Although the association between immune cytopenia and IEI has already been described in literature, the identification of patients with a possible IEI remains a clinical challenge, in particular for pediatric and adult hematologists.

This study highlights that a synergy between hematologists and immunologists and a deeper knowledge of the immunological features in these patients can improve and fasten these patients' diagnosis and management. Our main purpose consisted in providing immunological parameters to hematologists useful for a prompt identification of immune cytopenic children deserving a deeper immunological and genetic evaluation. First, this could favors a molecular IEI diagnosis through specific next generation sequencing panels, applied by reason of a clinical-immunological IEI suspicion. Eventually, this could also represent a useful tool to identify new targeted-gene VUS (Table 1), to unveil and validate through further studies their correlation with IEI phenotype, which in some cases is the expression of a complex genotypic interaction between a small number of mutant genes rather than of a single-gene inherited Mendelian disorder.

The authors declare that there are no conflict of interests.

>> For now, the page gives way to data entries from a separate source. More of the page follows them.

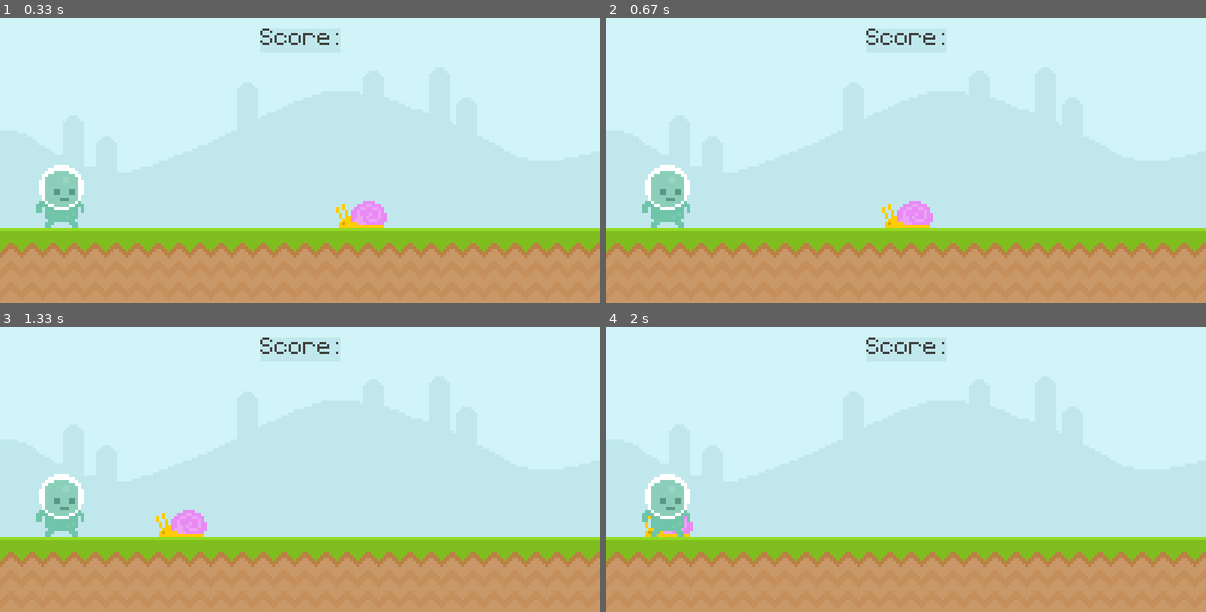
Above: before the commit, frames 1-4 (two rows, left to right).
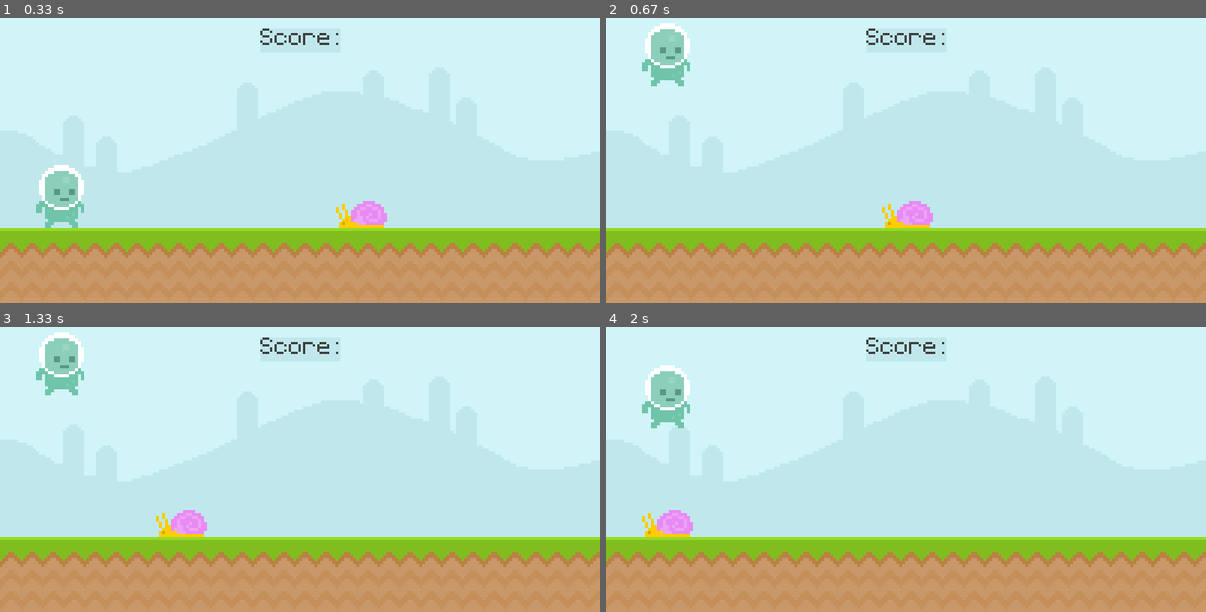
Above: after the commit, the same moments.

Repository: TylerTLe/PygamesBasics
Game: pygame game, started from main.py
Two runs of this game, one before a commit and one after it. Both use one fixed random seed, a clock stepped at 60 frames per second and the inputs below.
Inputs (mouse positions are in pixels of both pictures, inside the frame that each line leads up to):
- Up to frame 1 (0.33 s): no input
- Up to frame 2 (0.67 s): press the mouse at (666, 197) at 0.37 s; move the mouse to (774, 134) at 0.47 s; release the mouse at (882, 72) at 0.6 s
- Up to frame 3 (1.33 s): tap Space at 0.67 s; press the mouse at (60, 506) at 1.03 s; move the mouse to (120, 458) at 1.13 s; release the mouse at (174, 412) at 1.27 s
- Up to frame 4 (2 s): tap Space at 1.83 s

Frame 1 is identical in both runs. In frame 2, 2.6% of the frame differs, in the area x 6-14%, y 1-74%; in frame 3, 2.6%; in frame 4, 2.6%.

Commit message:
Adds jumping mechanic

Diff:
--- a/main.py
+++ b/main.py
@@ -15,38 +15,42 @@
 score_rect = score_surface.get_rect(center = (400,50))
 
 snail_surface = pygame.image.load('graphics/snail/snail1.png').convert_alpha()
-snail_x = 600
 snail_hitbox = snail_surface.get_rect(bottomright = (600,300))
-
 
 player_surface = pygame.image.load('graphics/player/player_walk_1.png').convert_alpha()
 player_hitbox = player_surface.get_rect(midbottom = (80,300))
+player_gravity = 0
 
 while True:
     for event in pygame.event.get():
         if event.type == pygame.QUIT:
             pygame.quit()
             exit()
-        if event.type == pygame.MOUSEMOTION:
-            if player_hitbox.collidepoint(event.pos): print('collision')
+        if event.type == pygame.MOUSEBUTTONDOWN and player_hitbox.bottom >=300:
+                if player_hitbox.collidepoint(event.pos):
+                    player_gravity = -20
 
+        if event.type == pygame.KEYDOWN:
+            if event.key == pygame.K_SPACE and player_hitbox.bottom >=300:
+                player_gravity = -20
+
+    # Background
     screen.blit(sky,(0,0))
     screen.blit(ground,(0,300))
     pygame.draw.rect(screen,'#c0e8ec', score_rect, )
     pygame.draw.rect(screen,'#c0e8ec', score_rect, 10)
     screen.blit(score_surface,score_rect)
 
+    # Snail
     snail_hitbox.x -= 4
     if snail_hitbox.right <= 0: snail_hitbox.left = 800
     screen.blit(snail_surface,snail_hitbox)
+
+    # Player
+    player_gravity += 1
+    player_hitbox.y += player_gravity
+    if player_hitbox.bottom >= 300: player_hitbox.bottom = 300
     screen.blit(player_surface,player_hitbox)
-
-    # if player_hitbox.collidedict(snail_hitbox):
-    #     player_hitbox.collidepoint()
-
-    # mouse_pos = pygame.mouse.get_pos()
-    # if player_hitbox.collidepoint((mouse_pos)):
-    #     pygame.mouse.get_pressed()
 
     pygame.display.update()
     clock.tick(60)
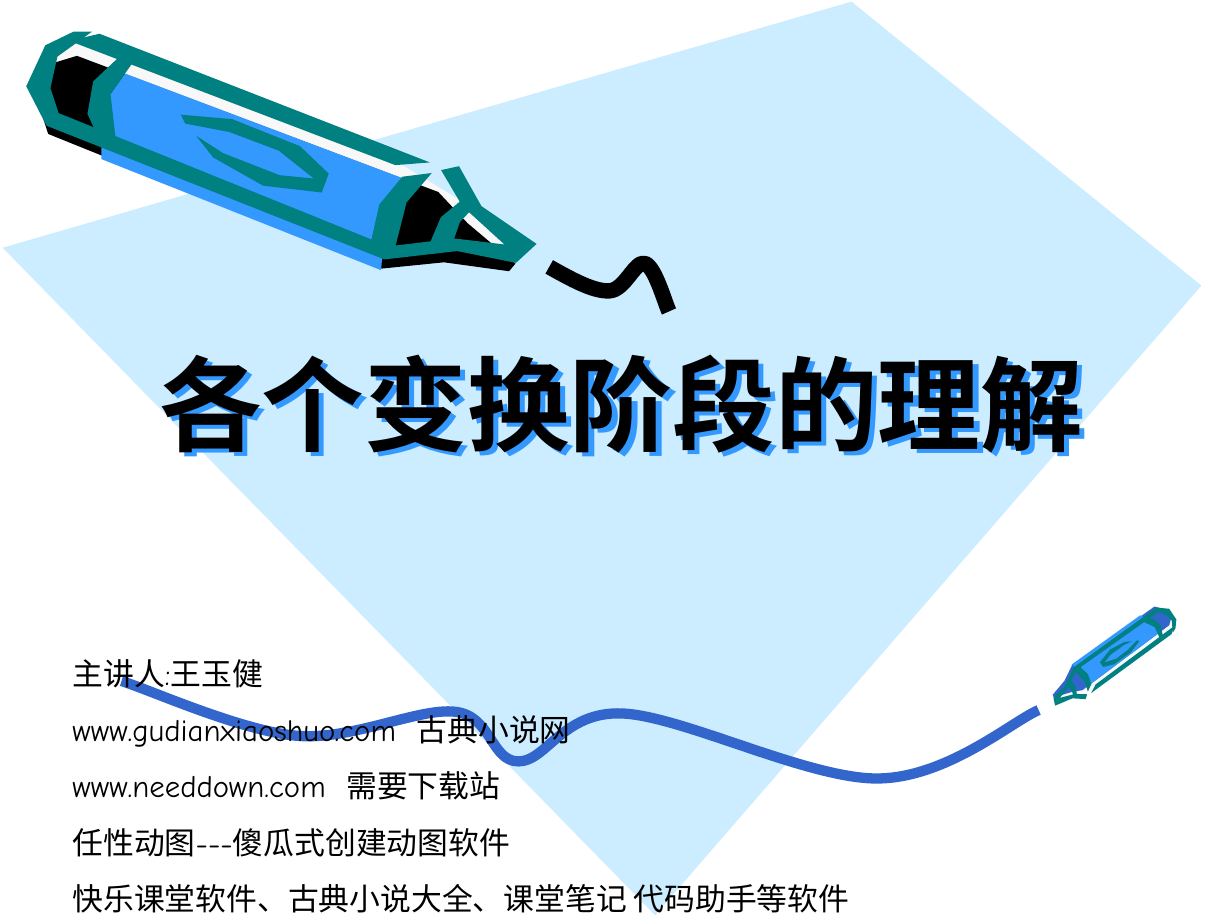
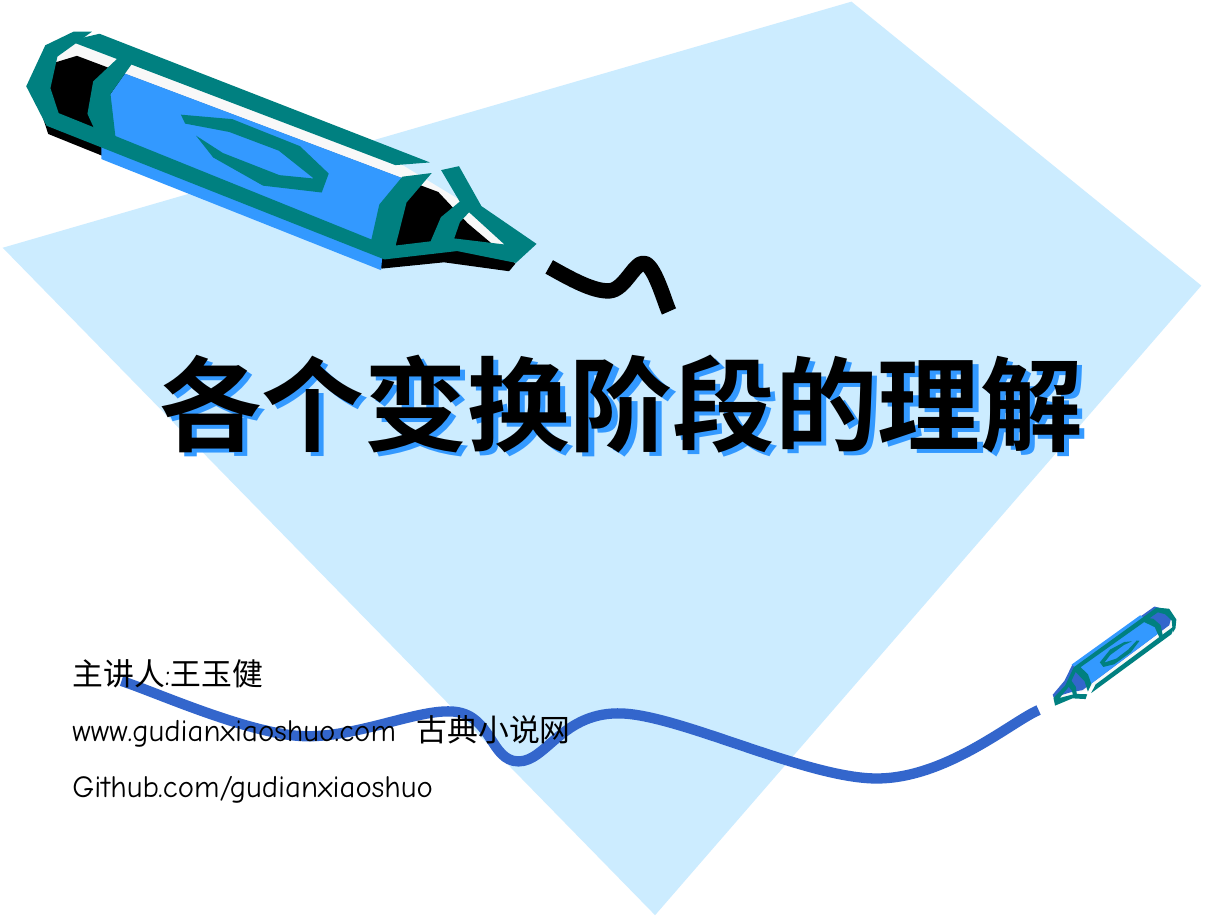
Before and after one commit to gudianxiaoshuo/openglES, a slide deck: slide 1 of PPT/模型转换.ppt. Drawn at 1232x924 pixels with LibreOffice and Linux fonts; fonts in the diff are those of the drawing; background and template pictures are left out. Boxes give left, top, right and bottom in pixels: in the first picture for what was removed or moved away, otherwise in the second. Text is boxed around its words. In the diff, an @@ line names an element or a change of style, - is before the commit and + after.

Commit message:
模型变换PPT

```diff
--- a/PPT/模型转换.ppt
+++ b/PPT/模型转换.ppt
@@ text at [72, 776, 432, 803]: text changed @@
-www.needdown.com 需要下载站
-任性动图---傻瓜式创建动图软件
-快乐课堂软件、古典小说大全、课堂笔记 代码助手等软件
+Github.com/gudianxiaoshuo
```
Also in this commit, not shown: 10 other slides changed, 15 slides added, 70 slides removed.

Daniele Zama, Francesca Conti, Mattia Moratti, and Maria E. Cantarini conceptualized and designed the study, drafted the initial manuscript, and reviewed and revised the manuscript. Beatrice Rivalta designed the data collection instruments, collected data, and critically revised the manuscript. Roberto Rondelli carried out statistical analyses and critically revised the manuscript. Elena Facchini, Arcangelo Prete, and Simona Ferrari contributed to interpretation of data and critically revised the manuscript. Marco Seri carried out molecular analyses and critically revised the manuscript. Andrea Pession critically reviewed the manuscript for important intellectual content and contributed to the design of the study. All authors approved the final manuscript as submitted and agree to be accountable for all aspects of the work.

All patients and legal tutors provided written informed consent to participate in this study. Ethics Committee of Bologna University-Hospital Sant'Orsola approved the study protocols.